By Lily Alexander
The Santa Fe New Mexican
The House Education Committee has approved a slimmed-down version of a measure that would overhaul distance-learning regulations in New Mexico, removing provisions many in the virtual school community argued would eliminate such options in small districts.
An earlier version of House Bill 253 would have restricted the number of a district’s students who could enroll in virtual programs and would have prohibited districts from enrolling distance-learning students from outside their boundaries.
The committee voted 8-4 along party lines Monday on a committee substitute for the bill.
The measure that advanced still has some financial impacts for rural districts that operate virtual academies. Students in those programs won’t count toward “rural program units” in the state’s per-student funding formula known as the State Equalization Guarantee for fiscal years 2026 and 2027. The rural program component of the funding system is designed to boost rural districts with small numbers of students.
Legislative Education Study Committee Director John Sena had told the committee Friday virtual schools can currently generate additional revenue from the state just by being headquartered in rural districts.
Under the current version of HB 253, private cyber school corporation Stride K12, which operates online academies in the Chama and Santa Rosa districts, will still be prevented from receiving $38 million from the state in the current fiscal year through its contracts with the districts.

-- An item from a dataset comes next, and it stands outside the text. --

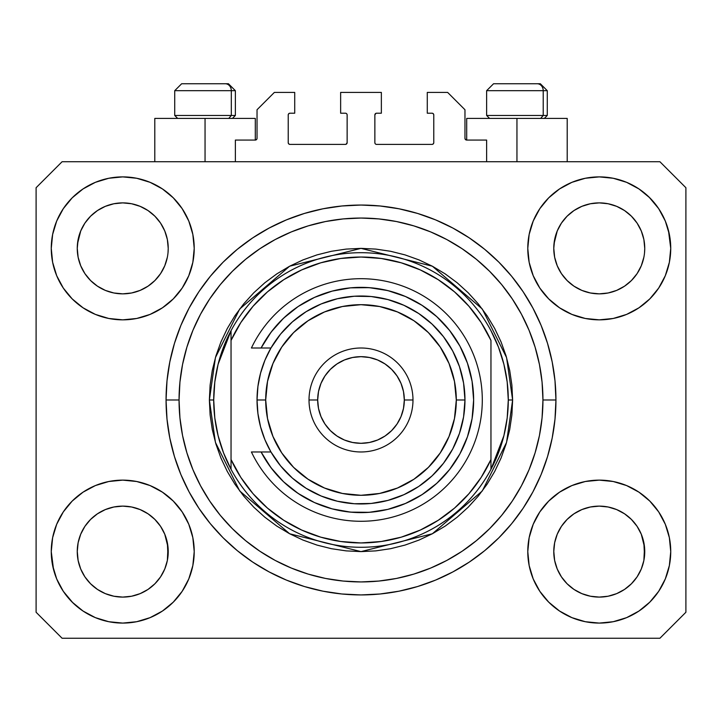 <?xml version="1.0" encoding="UTF-8"?>
<svg xmlns="http://www.w3.org/2000/svg" width="722" height="722" viewBox="0 0 722 722"><rect width="100%" height="100%" fill="white"/><g stroke="black" fill="none" stroke-linecap="round" stroke-linejoin="round"><path stroke-width="1.08" d="M235.372 161.728L235.372 140.068L255.299 140.068L235.372 140.068L235.372 161.728M257.032 138.335L257.032 109.744L257.032 138.335A1.733 1.733 0 0 1 255.299 140.068L255.958 139.933L255.299 140.068L255.299 118.408L205.048 118.408L205.048 161.728L205.048 118.408L154.797 118.408L154.797 161.728M257.032 109.744L274.36 92.416L294.72 92.416L294.72 113.21L289.955 113.21L294.72 113.21L294.72 92.416L274.36 92.416L257.032 109.744M288.222 114.942L288.222 142.667L288.222 114.942A1.733 1.733 0 0 1 289.955 113.21L289.296 113.345L289.955 113.21M289.955 144.4L345.405 144.4L289.955 144.4A1.733 1.733 0 0 1 288.222 142.667L288.358 143.326L288.222 142.667M346.632 143.895L346.064 144.265L347.138 142.667L347.138 114.942L347.138 142.667A1.733 1.733 0 0 1 345.405 144.4L346.064 144.265L345.405 144.4M345.405 113.21L340.64 113.21L345.405 113.21A1.733 1.733 0 0 1 347.138 114.942L347.002 114.284L347.138 114.942M340.64 113.21L340.64 92.416L340.64 113.21M381.36 92.416L340.64 92.416L381.36 92.416L381.36 113.21L376.595 113.21L381.36 113.21L381.36 92.416M375.368 113.715L375.936 113.345L374.862 114.942L374.862 142.667L374.862 114.942A1.733 1.733 0 0 1 376.595 113.21L375.936 113.345L376.595 113.21M376.595 144.4L432.045 144.4L376.595 144.4A1.733 1.733 0 0 1 374.862 142.667L374.998 143.326L374.862 142.667M433.778 142.667L433.778 114.942L433.778 142.667A1.733 1.733 0 0 1 432.045 144.4L432.704 144.265L432.045 144.4M432.045 113.21L427.28 113.21L432.045 113.21A1.733 1.733 0 0 1 433.778 114.942L433.642 114.284L433.778 114.942M427.28 113.21L427.28 92.416L447.64 92.416L464.968 109.744L464.968 138.335L464.968 109.744L447.64 92.416L427.28 92.416L427.28 113.21M466.701 118.408L516.952 118.408L516.952 161.728L516.952 118.408L567.203 118.408L466.701 118.408L466.701 140.068L486.628 140.068L466.701 140.068A1.733 1.733 0 0 1 464.968 138.335L465.103 138.994L464.968 138.335M486.628 140.068L486.628 161.728L486.628 140.068M432.704 113.345L433.642 114.284L432.704 113.345M433.642 143.326L432.704 144.265L433.642 143.326M375.368 143.895L374.998 143.326M346.632 113.715L347.002 114.284M289.296 144.265L288.358 143.326L289.296 144.265M288.358 114.284L289.296 113.345L288.358 114.284M466.701 140.068L465.103 138.994M256.897 138.994L255.958 139.933M561.409 223.134L567.095 216.203L573.99 210.544L567.095 216.203L573.99 210.544L581.851 206.348L573.99 210.544L581.851 206.348L590.388 203.757L581.851 206.348L590.388 203.757L599.26 202.882L608.168 203.757L616.723 206.366L608.132 203.757L616.669 206.348L624.53 210.544L616.669 206.348L624.53 210.544L631.425 216.203L637.084 223.098L641.28 230.959L643.871 239.496L641.28 230.959L643.871 239.496L644.746 248.368A45.486 45.486 0 0 1 599.26 293.854A45.486 45.486 0 0 1 553.774 248.368A45.486 45.486 0 0 0 553.991 252.826L554.649 257.24A45.486 45.486 0 0 0 567.086 280.515M573.882 286.12L581.851 290.388A45.486 45.486 0 0 0 590.37 292.979L581.905 290.415M84.889 223.134L90.575 216.203L97.47 210.544L90.575 216.203L97.47 210.544L105.331 206.348L97.47 210.544L105.331 206.348L113.868 203.757L105.331 206.348L113.868 203.757L122.74 202.882L131.648 203.757L140.203 206.366L131.612 203.757L140.149 206.348L148.01 210.544L140.149 206.348L148.01 210.544L154.905 216.203L160.564 223.098L164.76 230.959L167.351 239.496L164.76 230.959L167.351 239.496L168.226 248.368A45.486 45.486 0 0 1 122.74 293.854A45.486 45.486 0 0 1 77.254 248.368A45.486 45.486 0 0 0 77.471 252.826L78.129 257.24A45.486 45.486 0 0 0 90.566 280.515M97.362 286.12L105.331 290.388A45.486 45.486 0 0 0 113.85 292.979L105.385 290.415M567.14 280.578L573.99 286.192L581.851 290.388L573.99 286.192L581.851 290.388L573.99 286.192L567.104 280.542L561.436 273.638L557.24 265.777L554.649 257.24L557.24 265.777L554.649 257.24L553.774 248.296M90.62 280.578L97.47 286.192L105.331 290.388L97.47 286.192L105.331 290.388L97.47 286.192L90.584 280.542L84.916 273.638L80.72 265.777L78.129 257.24L80.72 265.777L78.129 257.24L77.254 248.296M90.593 280.542A45.486 45.486 0 0 0 105.322 290.388M113.877 292.979A45.486 45.486 0 0 0 131.603 292.979M160.591 273.602L154.896 280.542L148.01 286.192L154.905 280.533L148.01 286.192L140.149 290.388L148.118 286.12L140.149 290.388L131.612 292.979L140.149 290.388A45.486 45.486 0 0 0 154.887 280.542M154.914 280.515A45.486 45.486 0 0 0 167.351 257.258L164.76 265.777L167.351 257.24L164.76 265.777L160.564 273.638L164.76 265.777L160.564 273.638L154.905 280.533L160.564 273.638M77.471 243.91L80.72 230.959L84.916 223.098L90.575 216.203L84.916 223.098L80.72 230.959L78.129 239.496L77.254 248.368A45.486 45.486 0 0 1 122.74 202.882A45.486 45.486 0 0 1 168.226 248.368L168.226 248.44M148.01 286.192L140.095 290.415L131.612 292.979L122.74 293.854L113.868 292.979L122.74 293.854L131.612 292.979M567.113 280.542A45.486 45.486 0 0 0 581.842 290.388M590.397 292.979A45.486 45.486 0 0 0 608.123 292.979M637.111 273.602L631.416 280.542L624.53 286.192L631.425 280.533L624.53 286.192L616.669 290.388L624.638 286.12L616.669 290.388L608.132 292.979L616.669 290.388A45.486 45.486 0 0 0 631.407 280.542M631.434 280.515A45.486 45.486 0 0 0 643.871 257.258L641.28 265.777L643.871 257.24L641.28 265.777L637.084 273.638M553.991 243.91L557.24 230.959L561.436 223.098L567.095 216.203L561.436 223.098L557.24 230.959L554.649 239.496L553.774 248.368A45.486 45.486 0 0 1 599.26 202.882A45.486 45.486 0 0 1 644.746 248.368L644.746 248.44M624.53 286.192L616.615 290.415L608.132 292.979L599.26 293.854L590.388 292.979L599.26 293.854L608.132 292.979M553.991 556.066L553.774 551.608L554.649 560.48L557.24 569.017L554.649 560.48L553.774 551.193M641.262 534.154L643.871 542.736L644.529 556.057A45.486 45.486 0 0 0 644.529 556.057L644.746 551.608A45.486 45.486 0 0 1 599.26 597.094A45.486 45.486 0 0 1 553.774 551.608A45.486 45.486 0 0 1 599.26 506.122A45.486 45.486 0 0 1 644.746 551.608L644.746 551.68M644.746 551.608L644.529 547.15L643.871 560.489L641.28 569.017L643.871 560.48L641.28 569.017L637.084 576.878L641.28 569.017L637.084 576.878L631.425 583.773L637.084 576.878L631.425 583.773L624.53 589.432L631.425 583.773L624.53 589.432L616.669 593.628L624.53 589.432L616.669 593.628L608.132 596.219L616.669 593.628L608.132 596.219L599.26 597.094L590.388 596.219L581.842 593.628L590.388 596.219L581.842 593.628L573.99 589.432L581.851 593.628L573.99 589.432L567.095 583.773L561.436 576.878L557.24 569.017L554.649 560.48M77.471 556.066L77.254 551.608L78.129 560.48L80.72 569.017L78.129 560.48L77.254 551.193M164.742 534.154L167.351 542.736L168.009 556.057A45.486 45.486 0 0 0 168.009 556.057L168.226 551.608A45.486 45.486 0 0 1 122.74 597.094A45.486 45.486 0 0 1 77.254 551.608A45.486 45.486 0 0 1 122.74 506.122A45.486 45.486 0 0 1 168.226 551.608L168.226 551.68M168.226 551.608L168.009 547.15L167.351 560.489L164.76 569.017L167.351 560.48L164.76 569.017L160.564 576.878L164.76 569.017L160.564 576.878L154.896 583.782L148.01 589.432L154.905 583.773L148.01 589.432L140.149 593.628L148.01 589.432L140.149 593.628L131.612 596.219L140.149 593.628L131.612 596.219L122.74 597.094L113.868 596.219L105.322 593.628L113.868 596.219L105.322 593.628L97.47 589.432L105.331 593.628L97.47 589.432L90.575 583.773L84.916 576.878L80.72 569.017L78.129 560.48M72.2 501.068L83.03 492.178L95.385 485.572L108.796 481.502L122.74 480.13L136.684 481.502L150.095 485.572L162.45 492.178L173.28 501.068L182.17 511.898L188.776 524.253L192.846 537.664L194.218 551.608A71.478 71.478 0 0 1 122.74 623.086A71.478 71.478 0 0 1 51.262 551.608L52.634 537.664L56.704 524.253L63.31 511.898L72.2 501.068L77.254 496.465M669.366 537.664L670.738 551.608A71.478 71.478 0 0 1 599.26 623.086A71.478 71.478 0 0 1 527.782 551.608L529.154 537.664L533.224 524.253L539.83 511.898L548.72 501.068L559.55 492.178L571.905 485.572L585.316 481.502L599.26 480.13L613.204 481.502L626.615 485.572L638.97 492.178L649.8 501.068L658.69 511.898L665.296 524.253L669.366 537.664L670.738 551.608L669.366 565.552L665.296 578.963L658.69 591.318L649.8 602.148L638.97 611.038L626.615 617.644L613.204 621.714L599.26 623.086L585.316 621.714L571.905 617.644L559.55 611.038L548.72 602.148L539.83 591.318L533.224 578.963L529.154 565.552L527.782 551.608A71.478 71.478 0 0 1 599.26 480.13A71.478 71.478 0 0 1 670.738 551.608L669.366 565.552M668.464 230.462L670.738 248.368A71.478 71.478 0 0 1 599.26 319.846A71.478 71.478 0 0 1 527.782 248.368L529.154 234.424L533.224 221.013L539.83 208.658L548.72 197.828L559.55 188.938L571.905 182.332L585.316 178.262L599.26 176.89L613.204 178.262L626.615 182.332L638.97 188.938L649.8 197.828L658.69 208.658L665.296 221.013L669.366 234.424L670.738 248.368L669.366 262.312L665.296 275.723L658.69 288.078L649.8 298.908L644.746 303.511M52.634 262.312L51.262 248.368A71.478 71.478 0 0 1 122.74 176.89A71.478 71.478 0 0 1 194.218 248.368A71.478 71.478 0 0 1 122.74 319.846A71.478 71.478 0 0 1 51.262 248.368L52.634 234.424L56.704 221.013L63.31 208.658L72.2 197.828L83.03 188.938L95.385 182.332L108.796 178.262L122.74 176.89L136.684 178.262L150.095 182.332L162.45 188.938L173.28 197.828L182.17 208.658L188.776 221.013L192.846 234.424L194.218 248.368L192.846 262.312L188.776 275.723L182.17 288.078L173.28 298.908L162.45 307.798L150.095 314.404L136.684 318.474L122.74 319.846L108.796 318.474L95.385 314.404L83.03 307.798L72.2 298.908L63.31 288.078L56.704 275.723L52.634 262.312L51.262 248.368L52.634 234.424M555.94 399.988A194.94 194.94 0 0 1 361 594.928A194.94 194.94 0 0 1 166.06 399.988L166.999 380.882L169.805 361.957L174.453 343.401L180.897 325.387L189.083 308.095L198.911 291.688L210.31 276.318L223.152 262.14L237.33 249.298L252.7 237.899L269.107 228.071L286.399 219.885L304.413 213.441L322.969 208.793L341.894 205.987L361 205.048L380.106 205.987L399.031 208.793L417.587 213.441L435.601 219.885L452.893 228.071L469.3 237.899L484.67 249.298L498.848 262.14L511.69 276.318L523.089 291.688L532.917 308.095L541.103 325.387L547.547 343.401L552.195 361.957L555.001 380.882L555.94 399.988L555.001 419.094L552.195 438.019L547.547 456.575L541.103 474.589L532.917 491.881L523.089 508.288L511.69 523.658L498.848 537.836L484.67 550.678L469.3 562.077L452.893 571.905L435.601 580.091L417.587 586.535L399.031 591.183L380.106 593.989L361 594.928L341.894 593.989L322.969 591.183L304.413 586.535L286.399 580.091L269.107 571.905L252.7 562.077L237.33 550.678L223.152 537.836L210.31 523.658L198.911 508.288L189.083 491.881L180.897 474.589L174.453 456.575L169.805 438.019L166.999 419.094L166.06 399.988A194.94 194.94 0 0 1 361 205.048A194.94 194.94 0 0 1 555.94 399.988L542.944 399.988L555.94 399.988M90.674 280.623L84.916 273.638L80.72 265.777M567.194 280.623L561.436 273.638L557.24 265.777M148.118 513.856L140.095 509.561M154.806 519.353L160.564 526.338L164.796 534.28M160.591 526.374L164.76 534.199A45.486 45.486 0 0 0 154.914 519.461M154.887 519.434A45.486 45.486 0 0 0 140.158 509.588L131.612 506.997L140.149 509.588L148.01 513.784L154.905 519.443L160.564 526.338L154.86 519.398M140.149 509.588L140.149 509.588A45.486 45.486 0 0 0 131.63 506.997L140.149 509.588L148.01 513.784L154.905 519.443M84.889 526.374L90.575 519.443L97.362 513.856L105.331 509.588L113.868 506.997A45.486 45.486 0 0 0 105.34 509.579L97.47 513.784L90.584 519.434L84.916 526.338L80.72 534.199L78.129 542.736L80.72 534.199L84.916 526.338L90.575 519.443L97.47 513.784L105.331 509.588L113.868 506.997L105.331 509.588A45.486 45.486 0 0 0 90.593 519.434M624.638 513.856L616.615 509.561M631.326 519.353L637.084 526.338L641.317 534.28M637.111 526.374L641.28 534.199A45.486 45.486 0 0 0 631.434 519.461M631.407 519.434A45.486 45.486 0 0 0 616.678 509.588L608.132 506.997L616.669 509.588L624.53 513.784L631.425 519.443L637.084 526.338L631.38 519.398M616.669 509.588L616.669 509.588A45.486 45.486 0 0 0 608.15 506.997L616.669 509.588L624.53 513.784L631.425 519.443M561.409 526.374L567.095 519.443L573.882 513.856L581.851 509.588L590.388 506.997A45.486 45.486 0 0 0 581.86 509.579L573.99 513.784L567.104 519.434L561.436 526.338L557.24 534.199L554.649 542.736L557.24 534.199L561.436 526.338L567.095 519.443L573.99 513.784L581.851 509.588L590.388 506.997L581.851 509.588A45.486 45.486 0 0 0 567.113 519.434M637.111 223.134L641.28 230.959M644.529 243.91L644.529 243.919A45.486 45.486 0 0 0 644.529 243.91L643.871 239.496M581.851 206.348L590.416 203.748L599.26 202.882M160.591 223.134L164.76 230.959M168.009 243.91L168.009 243.919A45.486 45.486 0 0 0 168.009 243.91L167.351 239.496M105.331 206.348L113.895 203.748L122.74 202.882M77.471 547.15L77.254 551.608L78.129 542.736L80.72 534.199A45.486 45.486 0 0 0 78.129 542.718L77.471 547.15A45.486 45.486 0 0 0 77.254 551.59L77.471 547.15M168.009 547.15L164.76 534.199L167.351 542.736A45.486 45.486 0 0 0 164.769 534.208M553.991 547.15L553.774 551.608L554.649 542.736L557.24 534.199A45.486 45.486 0 0 0 554.649 542.718L553.991 547.15A45.486 45.486 0 0 0 553.774 551.59L553.991 547.15M644.529 547.15L641.28 534.199L643.871 542.736A45.486 45.486 0 0 0 641.289 534.208M659.908 638.248L62.092 638.248L36.1 612.256L36.1 187.72L62.092 161.728L659.908 161.728L685.9 187.72L685.9 612.256L659.908 638.248L685.9 612.256L685.9 187.72L659.908 161.728L62.092 161.728L36.1 187.72L36.1 612.256L62.092 638.248L659.908 638.248M53.536 569.514L51.262 551.608A71.478 71.478 0 0 1 122.74 480.13A71.478 71.478 0 0 1 194.218 551.608L192.846 565.552L188.776 578.963L182.17 591.318L173.28 602.148L162.45 611.038L150.095 617.644L136.684 621.714L122.74 623.086L108.796 621.714L95.385 617.644L83.03 611.038L72.2 602.148L63.31 591.318L56.704 578.963L52.634 565.552L51.262 551.608L52.634 537.664M644.746 496.465L649.8 501.068M77.254 303.511L72.2 298.908M649.8 298.908L638.97 307.798L626.615 314.404L613.204 318.474L599.26 319.846L585.316 318.474L571.905 314.404L559.55 307.798L548.72 298.908L539.83 288.078L533.224 275.723L529.154 262.312L527.782 248.368A71.478 71.478 0 0 1 599.26 176.89A71.478 71.478 0 0 1 670.738 248.368L669.366 262.312M547.547 343.401L546.41 339.782M435.601 219.885L417.587 213.441L435.601 219.885M304.413 213.441L286.399 219.885L304.413 213.441M180.897 325.387L179.706 328.348M174.453 456.575L175.59 460.194M286.399 580.091L304.413 586.535L286.399 580.091M417.587 586.535L435.601 580.091L417.587 586.535M541.103 474.589L542.294 471.628M255.299 118.408L154.797 118.408M83.03 188.938L81.099 190.274M63.31 208.658L70.621 199.452M168.226 248.368L168.009 252.826M658.69 208.658L649.051 197.079M559.55 188.938L548.72 197.828M533.224 221.013L531.572 225.399M658.69 288.078L660.007 286.029M644.746 248.368L644.529 252.826M638.97 611.038L640.901 609.702M658.69 591.318L651.379 600.524M608.123 506.997A45.486 45.486 0 0 0 599.278 506.122L590.388 506.997L599.26 506.122L608.132 506.997L599.26 506.122A45.486 45.486 0 0 0 590.397 506.997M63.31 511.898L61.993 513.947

Those funding changes are aimed at addressing a $35 million gap created when the company’s online program at Gallup-McKinley County Schools moved to the Chama and Santa Rosa schools, taking the 3,000 students with it.
Nonetheless, a representative of Stride K-12 lauded the bill changes.
Katrina Mohamed, the company’s vice president of school services, said in a Monday interview she thinks an outpouring of support for virtual education during a House Education Committee hearing Friday played a role in the changes.
“I was pleasantly surprised, somewhat shocked that so much of the negative language was taken out,” she said. ” … As written now, it really does preserve virtual schools as they are today, which is extremely important.”
“I think it’s important to note that Stride K12 is a publicly traded company and does have money to cover while things are being worked out,” said Rep. Joy Garratt, D-Albuquerque, a co-sponsor of the measure.
Rep. Jack Chatfield, R-Mosquero, estimated about 400 people showed up to share their thoughts on HB 253 Friday.
A much smaller crowd attended Monday’s committee meeting, which did not include public comment.
If the bill passes, the Public Education Department can withhold up to 100% of funds for students at distance learning programs it finds are out of compliance with regulations. The Legislative Education Study Committee, the Legislative Finance Committee and the Public Education Department would be required to conduct a comprehensive study on virtual education in New Mexico by Nov. 1.
Several people noted Monday a shortage of data available on distance learning programs and who they serve.
Mohamed said regardless of the funding move, “we’ve committed to educate the students throughout the school year.” She added Stride K12 employs 100% of its staff, including teachers, guidance counselors and special education professionals.
Rep. Patricia Roybal Caballero, D-Albuquerque, said, “It’s unacceptable to me that throughout the years we’ve failed to actually do several things: put up the necessary guardrails to prevent this type of — for lack of a better word, but I think it’s appropriate — exploitation of our education system,” she said.
New Mexico is an especially vulnerable state, Roybal Caballero said, because of its high poverty rates and its “history of trying to remediate and correct a failing education system.”
“It just places us in a very vulnerable position for Stride and others to come in and exploit that situation,” she said.
Mohamed said she thinks it is misleading for lawmakers to make comments about Stride K12 being a for-profit company. Companies that school districts buy IT supplies and textbooks from are also for-profit, she said, “and nobody ever talks about that.”
“Virtual education is a different form of public education,” she said. “That doesn’t mean it’s a lesser form.”